Task requirements:
Only the lines below starting at the one that contains "Frame 1 is identical" and ending at the one that contains "var look_delta: Vector2" are to be reproduced, exactly and with both ends kept.

Entries taken from a collection

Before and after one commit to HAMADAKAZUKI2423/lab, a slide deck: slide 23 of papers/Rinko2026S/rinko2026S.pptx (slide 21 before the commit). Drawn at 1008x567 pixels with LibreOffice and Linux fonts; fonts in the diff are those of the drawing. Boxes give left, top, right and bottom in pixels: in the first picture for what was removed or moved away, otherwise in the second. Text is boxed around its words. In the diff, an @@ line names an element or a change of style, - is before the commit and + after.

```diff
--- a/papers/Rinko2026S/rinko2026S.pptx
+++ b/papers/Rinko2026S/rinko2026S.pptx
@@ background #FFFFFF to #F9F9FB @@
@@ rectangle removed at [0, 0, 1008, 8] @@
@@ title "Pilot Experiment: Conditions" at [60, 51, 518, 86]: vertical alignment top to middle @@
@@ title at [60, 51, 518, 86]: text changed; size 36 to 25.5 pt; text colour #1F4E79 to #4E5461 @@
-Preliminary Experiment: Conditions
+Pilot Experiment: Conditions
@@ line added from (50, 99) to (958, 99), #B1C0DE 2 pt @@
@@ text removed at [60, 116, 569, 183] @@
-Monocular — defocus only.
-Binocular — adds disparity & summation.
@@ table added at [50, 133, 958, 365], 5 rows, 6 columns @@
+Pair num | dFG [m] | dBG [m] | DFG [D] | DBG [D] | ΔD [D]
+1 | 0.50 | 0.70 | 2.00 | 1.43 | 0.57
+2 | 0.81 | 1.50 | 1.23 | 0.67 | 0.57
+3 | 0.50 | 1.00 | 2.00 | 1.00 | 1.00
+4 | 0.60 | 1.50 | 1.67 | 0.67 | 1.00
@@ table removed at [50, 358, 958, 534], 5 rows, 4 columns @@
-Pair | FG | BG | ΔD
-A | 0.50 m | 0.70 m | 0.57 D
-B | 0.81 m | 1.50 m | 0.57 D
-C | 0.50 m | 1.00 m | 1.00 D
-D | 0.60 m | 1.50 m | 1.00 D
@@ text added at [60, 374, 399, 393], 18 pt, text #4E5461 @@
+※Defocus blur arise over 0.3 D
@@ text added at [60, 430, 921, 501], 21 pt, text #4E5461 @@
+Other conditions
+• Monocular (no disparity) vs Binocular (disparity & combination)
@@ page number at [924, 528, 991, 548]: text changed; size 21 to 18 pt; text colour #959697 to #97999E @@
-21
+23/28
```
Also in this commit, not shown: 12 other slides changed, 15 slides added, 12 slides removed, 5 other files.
---
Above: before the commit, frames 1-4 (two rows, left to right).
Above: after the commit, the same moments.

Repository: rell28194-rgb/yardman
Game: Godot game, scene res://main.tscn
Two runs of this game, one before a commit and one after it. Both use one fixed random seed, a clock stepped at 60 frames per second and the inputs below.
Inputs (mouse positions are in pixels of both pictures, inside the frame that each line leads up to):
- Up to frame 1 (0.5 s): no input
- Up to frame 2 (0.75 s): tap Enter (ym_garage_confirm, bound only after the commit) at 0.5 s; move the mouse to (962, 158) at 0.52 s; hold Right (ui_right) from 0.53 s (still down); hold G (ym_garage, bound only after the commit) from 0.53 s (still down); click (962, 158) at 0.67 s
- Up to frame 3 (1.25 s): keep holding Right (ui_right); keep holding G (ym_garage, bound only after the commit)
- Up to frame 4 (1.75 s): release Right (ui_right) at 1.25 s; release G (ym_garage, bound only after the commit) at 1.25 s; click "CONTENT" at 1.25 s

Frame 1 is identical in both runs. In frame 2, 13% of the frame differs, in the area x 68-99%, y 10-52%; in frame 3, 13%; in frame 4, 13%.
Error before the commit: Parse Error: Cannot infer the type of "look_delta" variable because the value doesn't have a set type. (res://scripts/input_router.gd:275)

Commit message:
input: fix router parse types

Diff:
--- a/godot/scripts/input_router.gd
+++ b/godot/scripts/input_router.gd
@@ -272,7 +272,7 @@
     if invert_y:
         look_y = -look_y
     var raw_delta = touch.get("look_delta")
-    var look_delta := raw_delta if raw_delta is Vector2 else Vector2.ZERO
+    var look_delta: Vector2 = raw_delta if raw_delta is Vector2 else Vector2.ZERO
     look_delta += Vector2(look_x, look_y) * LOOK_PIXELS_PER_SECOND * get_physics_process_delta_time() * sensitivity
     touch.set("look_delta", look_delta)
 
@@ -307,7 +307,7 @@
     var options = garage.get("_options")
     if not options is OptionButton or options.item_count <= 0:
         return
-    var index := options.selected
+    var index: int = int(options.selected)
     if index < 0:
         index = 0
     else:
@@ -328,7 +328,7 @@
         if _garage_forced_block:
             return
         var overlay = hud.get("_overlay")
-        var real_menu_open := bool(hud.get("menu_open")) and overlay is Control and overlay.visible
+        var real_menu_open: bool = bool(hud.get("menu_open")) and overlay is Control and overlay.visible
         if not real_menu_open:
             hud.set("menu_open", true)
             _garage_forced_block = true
...
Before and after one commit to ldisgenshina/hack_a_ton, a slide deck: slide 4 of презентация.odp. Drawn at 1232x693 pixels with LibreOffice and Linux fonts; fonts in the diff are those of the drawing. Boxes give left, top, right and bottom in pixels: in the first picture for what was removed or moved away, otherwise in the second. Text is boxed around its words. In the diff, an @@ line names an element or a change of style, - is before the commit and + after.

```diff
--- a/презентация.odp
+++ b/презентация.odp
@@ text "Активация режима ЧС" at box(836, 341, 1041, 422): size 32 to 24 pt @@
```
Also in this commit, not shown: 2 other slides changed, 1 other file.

Solution for this exercise:
Frame 1 is identical in both runs. In frame 2, 13% of the frame differs, in the area x 68-99%, y 10-52%; in frame 3, 13%; in frame 4, 13%.
Error before the commit: Parse Error: Cannot infer the type of "look_delta" variable because the value doesn't have a set type. (res://scripts/input_router.gd:275)

Commit message:
input: fix router parse types

Diff:
--- a/godot/scripts/input_router.gd
+++ b/godot/scripts/input_router.gd
@@ -272,7 +272,7 @@
     if invert_y:
         look_y = -look_y
     var raw_delta = touch.get("look_delta")
-    var look_delta := raw_delta if raw_delta is Vector2 else Vector2.ZERO
+    var look_delta: Vector2 = raw_delta if raw_delta is Vector2 else Vector2.ZERO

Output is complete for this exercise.